Seb* is right, it does exist. The thing is it's not so widely used here, so they don't do a check on teachers for example or on people working with children.
Here's the info about where to get it. You can't get it from the town hall.
Certificado de Antecedentes Penales - Trámites y gestiones personales - Ministerio de Justicia


----------



## lilolil

*criminal reference check malaga*



Linz26 said:


> Hi there,
> I have recently got a job in the UK but need to get a CBR check from Spain. As I lived in Malaga for the past six years. Does anybody know how I go about this ? As I'm totally lost.
> 
> Many thanks in advance
> 
> Lindsay


hi linz
did you get the criminal reference check done and if so can you help me.i am returning to spain malaga to get it done, any help would be gratefully received thanks:confused2:


----------



## Solwriter

Most UK employers should have the means to do a CRB check on your behalf, by asking you to fill in a form providing details of your UK address and Spain address.
Have a look here....
Applying for a criminal records check : Directgov - Employment

However, in practice, not all employers are willing to do this.

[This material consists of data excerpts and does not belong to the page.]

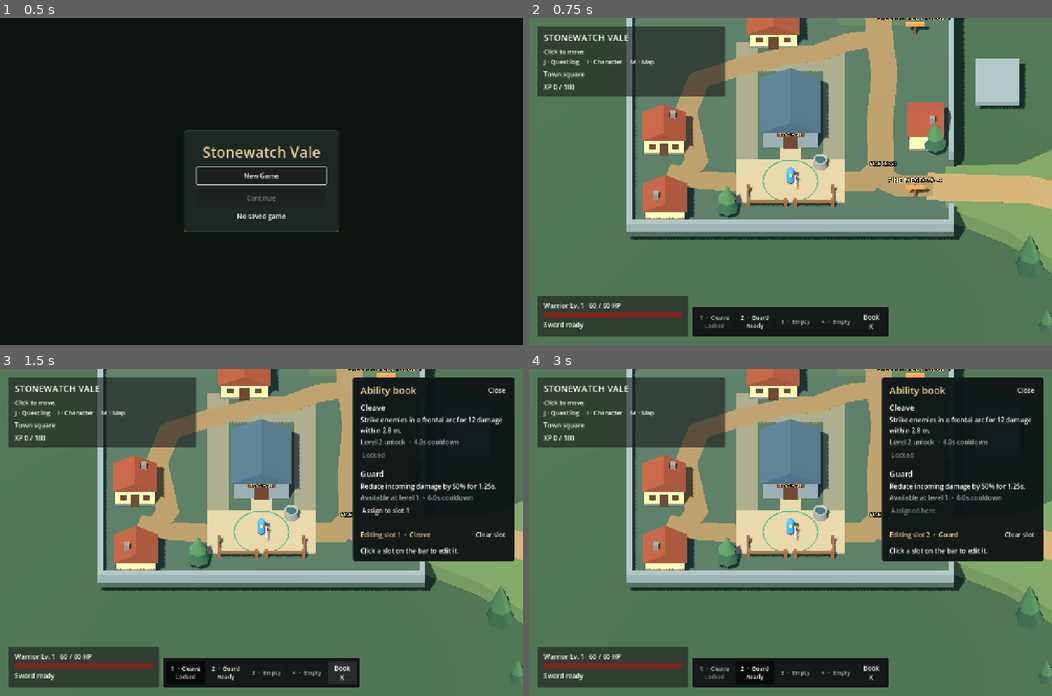
Above: before the commit, frames 1-4 (two rows, left to right).
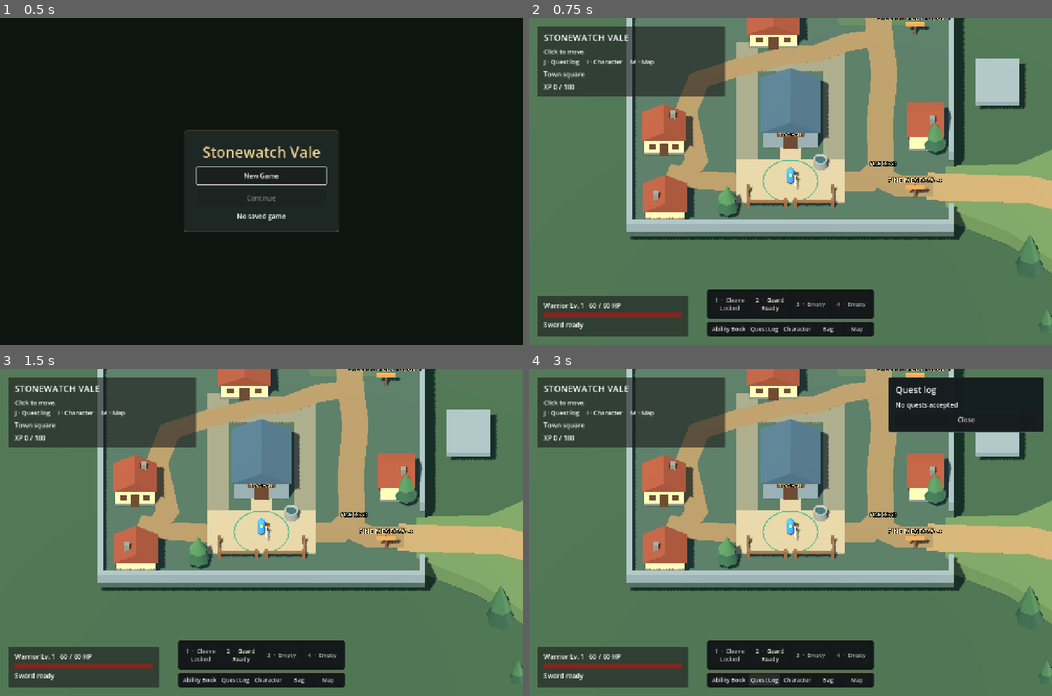
Above: after the commit, the same moments.

Repository: dylcruz/stonewatch-vale
Game: Godot game, scene res://scenes/checkpoint_menu.tscn
Two runs of this game, one before a commit and one after it. Both use one fixed random seed, a clock stepped at 60 frames per second and the inputs below.
Inputs (mouse positions are in pixels of both pictures, inside the frame that each line leads up to):
- Up to frame 1 (0.5 s): no input
- Up to frame 2 (0.75 s): click "New Game" at 0.5 s
- Up to frame 3 (1.5 s): click (339, 673) at 1.25 s, where only the run before the commit has a clickable "Book K"
- Up to frame 4 (3 s): click (727, 679) at 2 s, where only the run after the commit has a clickable "Ability Book"; click (764, 679) at 2.75 s, where only the run after the commit has a clickable "Quest Log"

Frame 1 is identical in both runs. In frame 2, 3.0% of the frame differs, in the area x 31-69%, y 82-98%; in frame 3, 19%, in the area x 31-99%, y 2-98%; in frame 4, 16%.

Commit message:
Move menu controls below the ability bar

Diff:
--- a/project.godot
+++ b/project.godot
@@ -33,6 +33,11 @@
 gear={
 "deadzone": 0.2,
 "events": [Object(InputEventKey,"resource_local_to_scene":false,"resource_name":"","device":16,"window_id":0,"alt_press …(190 unchanged characters)…
+]
+}
+bag={
+"deadzone": 0.2,
+"events": [Object(InputEventKey,"physical_keycode":66)
 ]
 }
 quest_log={
--- a/scenes/ability_hud.tscn
+++ b/scenes/ability_hud.tscn
@@ -24,40 +24,51 @@
 mouse_filter = 2
 script = ExtResource("AbilityHUD")
 
-[node name="Bar" type="PanelContainer" parent="."]
+[node name="BottomBars" type="VBoxContainer" parent="."]
 layout_mode = 1
 anchor_left = 0.5
 anchor_top = 1.0
 anchor_right = 0.5
 anchor_bottom = 1.0
-offset_left = -241.0
-offset_top = -92.0
-offset_right = 241.0
+offset_left = -205.0
+offset_top = -131.0
+offset_right = 205.0
 offset_bottom = -20.0
 grow_horizontal = 2
 grow_vertical = 0
+theme_override_constants/separation = 5
+
+[node name="Bar" type="PanelContainer" parent="BottomBars"]
+layout_mode = 2
 theme_override_styles/panel = SubResource("Panel")
 
-[node name="Margin" type="MarginContainer" parent="Bar"]
+[node name="Margin" type="MarginContainer" parent="BottomBars/Bar"]
 layout_mode = 2
 theme_override_constants/margin_left = 8
 theme_override_constants/margin_top = 8
 theme_override_constants/margin_right = 8
 theme_override_constants/margin_bottom = 8
 
-[node name="Slots" type="HBoxContainer" parent="Bar/Margin"]
+[node name="Slots" type="HBoxContainer" parent="BottomBars/Bar/Margin"]
 unique_name_in_owner = true
 layout_mode = 2
 theme_override_constants/separation = 5
 
-[node name="OpenBook" type="Button" parent="Bar/Margin/Slots"]
+[node name="MenuBar" type="PanelContainer" parent="BottomBars"]
+layout_mode = 2
+theme_override_styles/panel = SubResource("Panel")
+
+[node name="Margin" type="MarginContainer" parent="BottomBars/MenuBar"]
+layout_mode = 2
+theme_override_constants/margin_left = 8
+theme_override_constants/margin_top = 4
+theme_override_constants/margin_right = 8
+theme_override_constants/margin_bottom = 4
+
+[node name="MenuButtons" type="HBoxContainer" parent="BottomBars/MenuBar/Margin"]
 unique_name_in_owner = true
-custom_minimum_size = Vector2(70, 56)
 layout_mode = 2
-size_flags_horizontal = 3
-tooltip_text = "Open or close the ability book"
-text = "Book
-K"
+theme_override_constants/separation = 5
 
 [node name="Book" type="PanelContainer" parent="."]
 unique_name_in_owner = true
--- a/scripts/ability_hud.gd
+++ b/scripts/ability_hud.gd
@@ -1,7 +1,6 @@
 class_name ValeAbilityHUD
 extends Control
 
-signal book_requested
 signal layout_changed
 
 const SLOT_ACTIONS: Array[StringName] = [&"ability_slot_1", &"ability_slot_2", &"ability_slot_3", &"ability_slot_4"]
@@ -13,10 +12,10 @@
 
 @onready var book: PanelContainer = %Book
 @onready var slots_row: HBoxContainer = %Slots
+@onready var menu_buttons: HBoxContainer = %MenuButtons
 @onready var entries: VBoxContainer = %Entries
 @onready var slot_summary: Label = %SlotSummary
 @onready var clear_slot: Button = %ClearSlot
-@onready var book_button: Button = %OpenBook
 
 var _player: ValeWarrior
 var _layout: Array[StringName] = [&"cleave", &"guard", &"", &""]
@@ -27,17 +26,16 @@
 func bind_player(player: ValeWarrior) -> void:
 	_player = player
 	%CloseBook.pressed.connect(close_book)
-	book_button.pressed.connect(func(): book_requested.emit())
 	clear_slot.pressed.connect(_clear_selected_slot)
 	_player.progression_changed.connect(_refresh_book)
 	_player.health.died.connect(close_book)
 	for index in SLOT_ACTIONS.size():
 		var button := Button.new()
 		button.custom_minimum_size = Vector2(94, 56)
+		button.size_flags_horizontal = Control.SIZE_EXPAND_FILL
 		button.add_theme_font_size_override("font_size", 14)
 		button.pressed.connect(_press_slot.bind(index))
 		slots_row.add_child(button)
-		slots_row.move_child(button, index)
 		_slot_buttons.append(button)
 	_add_entry(&"cleave", "Strike enemies in a frontal arc for %d damage within %.1f m." % [
 		_player.cleave_damage, _player.cleave_range],
@@ -47,6 +45,16 @@
 		"Available at level 1  ·  %.1fs cooldown" % _player.guard_cooldown)
 	_refresh_book()
 	_update_slots()
+
+func add_menu_button(label: String, shortcut: String, toggle_menu: Callable) -> void:
+	var button := Button.new()
+	button.text = label
+	button.tooltip_text = "%s (%s)" % [label, shortcut]
+	button.custom_minimum_size.y = 27
+	button.size_flags_horizontal = Control.SIZE_EXPAND_FILL
+	button.add_theme_font_size_override("font_size", 14)
+	button.pressed.connect(toggle_menu)
+	menu_buttons.add_child(button)
 
 func open_book() -> void:
 	book.show()
--- a/scripts/quest_world.gd
+++ b/scripts/quest_world.gd
@@ -1,6 +1,6 @@
 extends "res://scripts/combat_world.gd"
 
-enum JournalView { CLOSED, DIALOGUE, QUEST_LOG, GEAR }
+enum JournalView { CLOSED, DIALOGUE, QUEST_LOG, CHARACTER, BAG }
 
 @export var quest_definition: ValeQuestDefinition
 @export var follow_up_quests: Array[ValeQuestDefinition] = []
@@ -61,7 +61,10 @@
 	dialogue_action.pressed.connect(_perform_dialogue_action)
 	$HUD/Journal/Margin/Content/Close.pressed.connect(_close_panel)
 	player.equipment_changed.connect(_save_checkpoint)
-	ability_hud.book_requested.connect(_toggle_ability_book)
+	ability_hud.add_menu_button("Ability Book", "K", _toggle_ability_book)
+	ability_hud.add_menu_button("Quest Log", "J", _toggle_panel.bind(JournalView.QUEST_LOG))
+	ability_hud.add_menu_button("Character", "I", _toggle_panel.bind(JournalView.CHARACTER))
+	ability_hud.add_menu_button("Bag", "B", _toggle_panel.bind(JournalView.BAG))
 	ability_hud.layout_changed.connect(_save_checkpoint)
 	_refresh_progress()
 	if is_new_game:
@@ -153,7 +156,9 @@
 	if event.is_action_pressed(&"quest_log"):
 		_toggle_panel(JournalView.QUEST_LOG)
 	elif event.is_action_pressed(&"gear"):
-		_toggle_panel(JournalView.GEAR)
+		_toggle_panel(JournalView.CHARACTER)
+	elif event.is_action_pressed(&"bag"):
+		_toggle_panel(JournalView.BAG)
 	elif event.is_action_pressed(&"ability_book"):
 		_toggle_ability_book()
 	elif ability_hud.is_book_open() and event.is_action_pressed(&"ui_cancel"):
@@ -197,7 +202,7 @@
 		return
 	var was_waiting: bool = player.waiting_rewards.has(item.id)
 	if player.grant_item(item) and announce:
-		loot_notice.text = "%s added to Character (I)" % item.display_name
+		loot_notice.text = "%s added to Bag (B)" % item.display_name
 		loot_notice.show()
 	elif not was_waiting and player.waiting_rewards.has(item.id):
 		loot_notice.text = player.bag_feedback
@@ -328,7 +333,7 @@
 func _show_panel(mode: JournalView) -> void:
 	ability_hud.close_book()
 	panel_mode = mode
-	if mode == JournalView.GEAR:
+	if mode == JournalView.BAG:
 		loot_notice.hide()
 	_stop_following_cursor()
 	_refresh_panel()
@@ -346,16 +351,19 @@
 	for option in quest_options.get_children():
 		quest_options.remove_child(option)
 		option.queue_free()
-	bag_heading.visible = panel_mode == JournalView.GEAR
-	bag_scroll.visible = panel_mode == JournalView.GEAR
+	bag_heading.visible = panel_mode == JournalView.BAG
+	bag_scroll.visible = panel_mode == JournalView.BAG
 	bag_feedback.hide()
 	match panel_mode:
 		JournalView.DIALOGUE:
 			_show_dialogue()
 		JournalView.QUEST_LOG:
 			_show_quest_log()
-		JournalView.GEAR:
-			_show_gear()
+		JournalView.CHARACTER:
+			journal_title.text = "Character"
+			_refresh_character_stats()
+		JournalView.BAG:
+			_show_bag()
 
 func _show_quest_log() -> void:
 	journal_title.text = "Quest log"
@@ -408,13 +416,13 @@
 		ValeQuestProgress.State.COMPLETED:
 			journal_body.text = "%s complete\n\nReward earned · %s" % [definition.title, reward]
 			if definition.reward_item:
-				journal_body.text += "\nOpen Character (I) to manage your reward."
+				journal_body.text += "\nOpen Bag (B) to manage your reward."
 	for progress in quest_chain:
 		if progress != dialogue_quest and (progress.is_in_progress() or _can_accept_quest(progress)):
 			_add_quest_option("View " + progress.definition.title, _select_dialogue_quest.bind(progress))
 
 func _refresh_character_stats() -> void:
-	if panel_mode != JournalView.GEAR:
+	if panel_mode != JournalView.CHARACTER:
 		return
 	var next_xp: int = player.next_level_experience()
 	var xp_status := "%d / %d XP" % [player.experience, next_xp] if next_xp else "%d XP · Max level" % player.experience
@@ -434,9 +442,9 @@
 		"%s   ·   Guard %d%%" % [cleave, roundi(player.guard_reduction * 100.0)],
 	])
 
-func _show_gear() -> void:
-	journal_title.text = "Character"
-	_refresh_character_stats()
+func _show_bag() -> void:
+	journal_title.text = "Bag"
+	journal_body.text = player.equipped_bag.display_name
 	var available: int = player.free_bag_slots()
 	var capacity: int = player.bag_capacity()
 	bag_heading.text = "Inventory   %d / %d used   ·   %d free" % [capacity - available, capacity, available]
--- a/scripts/vale_world.gd
+++ b/scripts/vale_world.gd
@@ -13,6 +13,7 @@
 	exploration_map.configure($NavigationRegion3D, landmarks)
 	exploration_map.reveal(player.global_position)
 	$HUD/WorldMap/Margin/Content/Header/Close.pressed.connect(map_panel.hide)
+	ability_hud.add_menu_button("Map", "M", _toggle_map)
 
 func _process(delta: float) -> void:
 	super._process(delta)
@@ -20,21 +21,26 @@
 
 func _unhandled_input(event: InputEvent) -> void:
 	if event.is_action_pressed(&"world_map"):
-		if map_panel.visible:
-			map_panel.hide()
-		else:
-			_close_panel()
-			ability_hud.close_book()
-			_stop_following_cursor()
-			map_panel.show()
+		_toggle_map()
 		get_viewport().set_input_as_handled()
 	elif map_panel.visible and event.is_action_pressed(&"ui_cancel"):
 		map_panel.hide()
 		get_viewport().set_input_as_handled()
 	else:
-		if event.is_action_pressed(&"quest_log") or event.is_action_pressed(&"gear"):
-			map_panel.hide()
 		super._unhandled_input(event)
+
+func _toggle_map() -> void:
+	if map_panel.visible:
+		map_panel.hide()
+		return
+	_close_panel()
+	ability_hud.close_book()
+	_stop_following_cursor()
+	map_panel.show()
+
+func _show_panel(mode: JournalView) -> void:
+	map_panel.hide()
+	super._show_panel(mode)
 
 func _open_ability_book() -> void:
 	map_panel.hide()
--- a/tests/ability_ui_test.gd
+++ b/tests/ability_ui_test.gd
@@ -45,11 +45,19 @@
 	root.add_child(world)
 	var player: ValeWarrior = world.player
 	var hud: ValeAbilityHUD = world.ability_hud
+	var book_button: Button = hud.menu_buttons.get_child(0)
+	var quest_button: Button = hud.menu_buttons.get_child(1)
+	var character_button: Button = hud.menu_buttons.get_child(2)
+	var bag_button: Button = hud.menu_buttons.get_child(3)
+	var map_button: Button = hud.menu_buttons.get_child(4)
 	var first: Button = hud.slots_row.get_child(0)
 	var second: Button = hud.slots_row.get_child(1)
 	var third: Button = hud.slots_row.get_child(2)
 	await NAVIGATION.wait_for_spawn(world, player)
 	await process_frame
+	check(hud.slots_row.get_child_count() == 4 and hud.menu_buttons.get_child_count() == 5
+		and hud.menu_buttons.get_global_rect().position.y > hud.slots_row.get_global_rect().end.y,
+		"The ability slots and menu buttons occupy separate rows")
 	check(not hud.is_book_open() and first.text.contains("Locked") and second.text.ends_with("Ready"),
 		"A fresh bar has locked Cleave on 1 and ready Guard on 2")
 	press(KEY_1)
@@ -66,7 +74,7 @@
 	check(world.click_world(world.camera.unproject_position(Vector3(8, 0, 7))),
 		"Town accepts a movement command")
 	var destination := player.destination
-	click(hud.book_button)
+	click(book_button)
 	await process_frame
 	check(hud.is_book_open() and player.destination == destination and not world.following_cursor,
 		"Clicking Book opens it while preserving the active destination")
@@ -87,12 +95,18 @@
 	click(hud.clear_slot)
 	check(hud.save_layout() == PackedStringArray(["", "", "cleave", ""])
 		and slot.read().ability_bar == hud.save_layout(), "Moving and clearing slots autosaves the arrangement")
-	press(KEY_M)
+	click(map_button)
 	check(world.map_panel.visible and not hud.is_book_open(), "Opening the map closes the ability book")
-	click(hud.book_button)
+	click(book_button)
 	check(hud.is_book_open() and not world.map_panel.visible, "Opening the ability book with its button closes the map")
-	press(KEY_J)
+	click(quest_button)
 	check(world.journal.visible and not hud.is_book_open(), "The quest log opens independently from the book")
+	click(character_button)
+	check(world.journal_title.text == "Character" and not world.bag_scroll.visible,
+		"The Character button opens the sheet without inventory controls")
+	click(bag_button)
+	check(world.journal_title.text == "Bag" and world.bag_scroll.visible,
+		"The Bag button opens a separate inventory view")
 	press(KEY_ESCAPE)
 	player.reset_combat()
 	press(KEY_1)
--- a/tests/character_inventory_test.gd
+++ b/tests/character_inventory_test.gd
@@ -18,9 +18,9 @@
 		failures += 1
 		push_error("FAIL: " + message)
 
-func press_character_key() -> void:
+func press_menu_key(code: Key) -> void:
 	var key := InputEventKey.new()
-	key.physical_keycode = KEY_I
+	key.physical_keycode = code
 	key.pressed = true
 	root.push_input(key, true)
 	key = key.duplicate()
@@ -39,13 +39,11 @@
 	root.add_child(world)
 	player = world.player
 	await physics_frame
-	press_character_key()
+	press_menu_key(KEY_I)
 	check(world.journal.visible and world.journal_title.text == "Character"
 		and world.journal_body.text.contains("Level 1") and world.journal_body.text.contains("0 / 100 XP")
 		and world.journal_body.text.contains("Training Sword") and world.journal_body.text.contains("Travel Coat"),
 		"I opens the character loadout and current progression")
-	check(world.bag_heading.text.contains("1 / 6 used") and world.bag_heading.text.contains("5 free"),
-		"The starter bag displays usage and free slots")
 	player.health.take_damage(7)
 	check(world.journal_body.text.contains("Health   53 / 60"), "Damage updates health while the panel is open")
 	player.award_experience(100)
@@ -54,6 +52,9 @@
 		and world.progression_label.text == "XP 100 / 240",
 		"Leveling immediately updates XP, maximum health, and effective ability stats")
 
+	press_menu_key(KEY_B)
+	check(world.journal_title.text == "Bag" and world.bag_heading.text.contains("1 / 6 used")
+		and world.bag_heading.text.contains("5 free"), "B opens the bag and shows used and free slots")
 	press_inventory_button("Equip Scout Pouch")
 	check(player.equipped_bag.id == &"scout_pouch" and world.bag_heading.text.contains("1 / 2 used")
 		and player.stored_items()[0].id == &"trail_pack",
@@ -81,14 +82,16 @@
 	check(player.waiting_rewards.is_empty() and world.bag_heading.text.contains("3 / 6 used"),
 		"The waiting reward moves into inventory when claimed with free slots")
 	press_inventory_button("Equip Warden's Coat")
-	check(player.armor_value() == 2 and world.journal_body.text.contains("Warden's Coat")
-		and world.journal_body.text.contains("Armor 2") and world.bag_heading.text.contains("3 / 6 used"),
+	check(player.armor_value() == 2 and world.bag_heading.text.contains("3 / 6 used"),
 		"Equipping the stored coat updates effective armor and returns the old coat to storage")
 	check(player.grant_item(IRON_SWORD), "The larger bag holds another piece of gear")
 	world._refresh_panel()
 	press_inventory_button("Equip Iron Sword")
+	press_menu_key(KEY_I)
 	check(player.sword_damage() == 12 and world.journal_body.text.contains("Sword damage 12")
-		and world.journal_body.text.contains("Iron Sword"), "Equipping the sword updates loadout and sword damage")
+		and world.journal_body.text.contains("Iron Sword") and world.journal_body.text.contains("Warden's Coat")
+		and world.journal_body.text.contains("Armor 2"), "The character sheet reflects gear changes made in the bag")
+	press_menu_key(KEY_B)
 	var items_before: Array[ValeItem] = player.stored_items()
 	press_inventory_button("Equip Scout Pouch")
 	check(player.equipped_bag.id == &"trail_pack" and player.stored_items() == items_before
--- a/tests/quest_chain_test.gd
+++ b/tests/quest_chain_test.gd
@@ -89,13 +89,13 @@
 	return true
 
 func equip_from_panel(item_name: String) -> bool:
-	await press_key(KEY_I)
+	await press_key(KEY_B)
 	for button: Button in world.gear_options.get_children():
 		if button.text.begins_with("Equip " + item_name):
 			await click_button(button)
-			await press_key(KEY_I)
+			await press_key(KEY_B)
 			return true
-	await press_key(KEY_I)
+	await press_key(KEY_B)
 	return false
 
 func restart() -> void:
Not shown, changed: docs/playtest.md

As I work as a temp call centre operator when I'm in the UK, I have to provide my own up to date CRB check for the agency I work for and its a pain, but doable.
For the UK check, I use the link above.
For the Spain check, I usually apply in person at my local Civil Registry Office, as I can get the form immediately, but you can also apply by post or online.
By post it is supposed to take between 3 and 10 working days, but I don't entirely trust that.

Here are some links (in English) which may help

This is the link provided by Pesky, but this one is in english
Criminal Record Certificate - Personal formalities and procedures - Ministry of Justice

This is the link to find your nearest civil registry office to apply in person
Ministry of Justice - Addresses and telephone numbers
(that link is for the Malaga area by the way)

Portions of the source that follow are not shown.